Endoplasmic reticulum redox state is not perturbed by pharmacological or pathological endoplasmic reticulum stress in live pancreatic β-cells.

机构信息

Division of Cellular and Molecular Biology, Toronto General Research Institute, University Health Network, Toronto, Ontario, Canada.

出版信息

PLoS One. 2012;7(11):e48626. doi: 10.1371/journal.pone.0048626. Epub 2012 Nov 8.

Abstract

Accumulation of unfolded, misfolded and aggregated proteins in the endoplasmic reticulum (ER) causes ER stress. ER stress can result from physiological situations such as acute increases in secretory protein biosynthesis or pathological conditions that perturb ER homeostasis such as alterations in the ER redox state. Here we monitored ER redox together with transcriptional output of the Unfolded Protein Response (UPR) in INS-1 insulinoma cells stably expressing eroGFP (ER-redox-sensor) and mCherry protein driven by a GRP78 promoter (UPR-sensor). Live cell imaging, flow cytometry and biochemical characterization were used to examine these parameters in response to various conditions known to induce ER stress. As expected, treatment of the cells with the reducing agent dithiothreitol caused a decrease in the oxidation state of the ER accompanied by an increase in XBP-1 splicing. Unexpectedly however, other treatments including tunicamycin, thapsigargin, DL-homocysteine, elevated free fatty acids or high glucose had essentially no influence on the ER redox state, despite inducing ER stress.
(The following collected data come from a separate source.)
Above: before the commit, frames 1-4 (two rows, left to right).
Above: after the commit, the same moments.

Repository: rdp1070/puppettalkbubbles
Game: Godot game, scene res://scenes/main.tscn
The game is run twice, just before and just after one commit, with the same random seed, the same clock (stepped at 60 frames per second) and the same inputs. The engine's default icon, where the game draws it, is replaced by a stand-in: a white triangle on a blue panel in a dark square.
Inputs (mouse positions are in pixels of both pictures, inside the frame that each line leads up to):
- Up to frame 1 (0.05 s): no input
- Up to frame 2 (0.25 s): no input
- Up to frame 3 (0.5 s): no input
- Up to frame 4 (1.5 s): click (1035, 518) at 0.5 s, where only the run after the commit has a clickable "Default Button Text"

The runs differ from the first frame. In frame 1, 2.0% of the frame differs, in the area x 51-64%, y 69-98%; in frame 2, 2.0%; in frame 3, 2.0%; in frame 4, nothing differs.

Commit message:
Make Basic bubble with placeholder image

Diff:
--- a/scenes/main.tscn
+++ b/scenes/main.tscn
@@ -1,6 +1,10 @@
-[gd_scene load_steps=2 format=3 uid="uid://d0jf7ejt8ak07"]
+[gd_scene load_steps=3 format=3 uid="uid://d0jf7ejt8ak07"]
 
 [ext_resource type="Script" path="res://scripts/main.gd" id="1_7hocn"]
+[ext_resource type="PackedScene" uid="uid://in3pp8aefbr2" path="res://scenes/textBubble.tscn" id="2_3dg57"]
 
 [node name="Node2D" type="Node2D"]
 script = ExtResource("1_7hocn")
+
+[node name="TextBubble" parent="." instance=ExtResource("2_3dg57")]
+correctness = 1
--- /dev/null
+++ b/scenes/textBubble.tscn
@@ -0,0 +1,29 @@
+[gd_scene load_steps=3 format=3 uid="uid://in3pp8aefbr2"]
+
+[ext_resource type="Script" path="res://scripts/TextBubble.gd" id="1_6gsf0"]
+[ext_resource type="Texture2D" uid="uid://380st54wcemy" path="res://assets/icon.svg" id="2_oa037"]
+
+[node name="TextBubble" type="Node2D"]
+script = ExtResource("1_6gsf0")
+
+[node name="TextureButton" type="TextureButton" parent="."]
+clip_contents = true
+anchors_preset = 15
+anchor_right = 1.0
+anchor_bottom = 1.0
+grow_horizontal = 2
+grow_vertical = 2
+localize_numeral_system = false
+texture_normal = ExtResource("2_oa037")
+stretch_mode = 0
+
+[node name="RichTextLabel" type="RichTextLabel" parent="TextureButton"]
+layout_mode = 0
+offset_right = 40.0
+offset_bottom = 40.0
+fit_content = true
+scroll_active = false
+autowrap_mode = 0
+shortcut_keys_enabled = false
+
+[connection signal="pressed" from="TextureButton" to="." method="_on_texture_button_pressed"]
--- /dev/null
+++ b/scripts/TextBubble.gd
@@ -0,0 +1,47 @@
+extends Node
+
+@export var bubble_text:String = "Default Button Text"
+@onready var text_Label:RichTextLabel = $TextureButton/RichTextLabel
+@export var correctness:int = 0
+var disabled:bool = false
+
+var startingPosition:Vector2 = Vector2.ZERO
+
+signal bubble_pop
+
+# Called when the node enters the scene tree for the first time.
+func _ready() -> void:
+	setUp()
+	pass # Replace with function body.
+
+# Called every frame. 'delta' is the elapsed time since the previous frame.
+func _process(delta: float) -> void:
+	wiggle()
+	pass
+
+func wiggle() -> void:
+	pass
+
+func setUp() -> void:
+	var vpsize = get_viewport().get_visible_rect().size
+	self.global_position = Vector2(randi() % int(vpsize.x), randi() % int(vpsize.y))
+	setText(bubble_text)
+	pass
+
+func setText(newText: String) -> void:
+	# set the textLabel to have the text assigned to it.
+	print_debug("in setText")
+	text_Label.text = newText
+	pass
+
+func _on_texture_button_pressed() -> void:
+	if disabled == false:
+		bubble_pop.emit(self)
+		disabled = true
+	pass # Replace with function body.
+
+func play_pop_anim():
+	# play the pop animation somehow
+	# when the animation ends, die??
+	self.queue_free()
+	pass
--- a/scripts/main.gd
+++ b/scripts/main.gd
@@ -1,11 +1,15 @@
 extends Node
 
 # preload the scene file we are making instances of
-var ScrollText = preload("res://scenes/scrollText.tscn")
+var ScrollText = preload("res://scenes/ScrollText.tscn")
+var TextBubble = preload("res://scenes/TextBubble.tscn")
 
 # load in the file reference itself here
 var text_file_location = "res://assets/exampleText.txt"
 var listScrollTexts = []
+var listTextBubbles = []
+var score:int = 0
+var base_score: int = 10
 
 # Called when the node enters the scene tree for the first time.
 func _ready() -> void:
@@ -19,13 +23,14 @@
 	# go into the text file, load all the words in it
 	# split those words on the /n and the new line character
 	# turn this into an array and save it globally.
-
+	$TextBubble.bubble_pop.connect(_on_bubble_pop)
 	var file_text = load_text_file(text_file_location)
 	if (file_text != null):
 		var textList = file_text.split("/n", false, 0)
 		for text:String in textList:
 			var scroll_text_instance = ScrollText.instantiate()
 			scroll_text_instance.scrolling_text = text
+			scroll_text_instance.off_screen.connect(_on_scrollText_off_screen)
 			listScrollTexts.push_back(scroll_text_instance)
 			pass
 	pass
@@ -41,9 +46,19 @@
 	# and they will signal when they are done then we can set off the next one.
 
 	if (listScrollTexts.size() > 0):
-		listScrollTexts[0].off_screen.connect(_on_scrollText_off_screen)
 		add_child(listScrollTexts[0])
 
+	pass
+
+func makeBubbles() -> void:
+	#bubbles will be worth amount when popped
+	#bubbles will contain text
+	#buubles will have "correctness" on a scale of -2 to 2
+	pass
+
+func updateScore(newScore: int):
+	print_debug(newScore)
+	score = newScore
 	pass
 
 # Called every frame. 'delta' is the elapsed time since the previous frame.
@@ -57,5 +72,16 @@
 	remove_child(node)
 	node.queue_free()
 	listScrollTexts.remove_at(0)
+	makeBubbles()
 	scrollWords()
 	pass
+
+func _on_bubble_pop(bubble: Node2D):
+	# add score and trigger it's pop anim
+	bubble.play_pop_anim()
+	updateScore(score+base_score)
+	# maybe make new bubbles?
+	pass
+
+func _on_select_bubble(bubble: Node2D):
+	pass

Comparable results were obtained with dispersed rat islet cells expressing eroGFP. Thus, unlike in yeast cells, ER stress in pancreatic β-cells is not associated with a more reducing ER environment.

摘要

未折叠、错误折叠和聚集的蛋白质在内质网 (ER) 中的积累会导致 ER 应激。ER 应激可能来自生理情况,如急性增加分泌蛋白的生物合成,或破坏 ER 动态平衡的病理情况,如 ER 氧化还原状态的改变。在这里,我们在稳定表达 eroGFP(ER 氧化还原传感器)和 mCherry 蛋白的 INS-1 胰岛素瘤细胞中监测 ER 氧化还原以及未折叠蛋白反应 (UPR) 的转录输出,该 mCherry 蛋白由 GRP78 启动子驱动 (UPR 传感器)。使用活细胞成像、流式细胞术和生化特性分析来检查这些参数对各种已知诱导 ER 应激的条件的反应。正如预期的那样,用还原剂二硫苏糖醇处理细胞会导致 ER 氧化状态下降,同时 XBP-1 剪接增加。然而出人意料的是,其他处理方法,包括衣霉素、他普西龙、DL-高半胱氨酸、游离脂肪酸升高或高葡萄糖,尽管会引起 ER 应激,但对 ER 氧化还原状态基本上没有影响。在表达 eroGFP 的分散大鼠胰岛细胞中也获得了类似的结果。因此,与酵母细胞不同,胰腺 β 细胞中的 ER 应激与更还原的 ER 环境无关。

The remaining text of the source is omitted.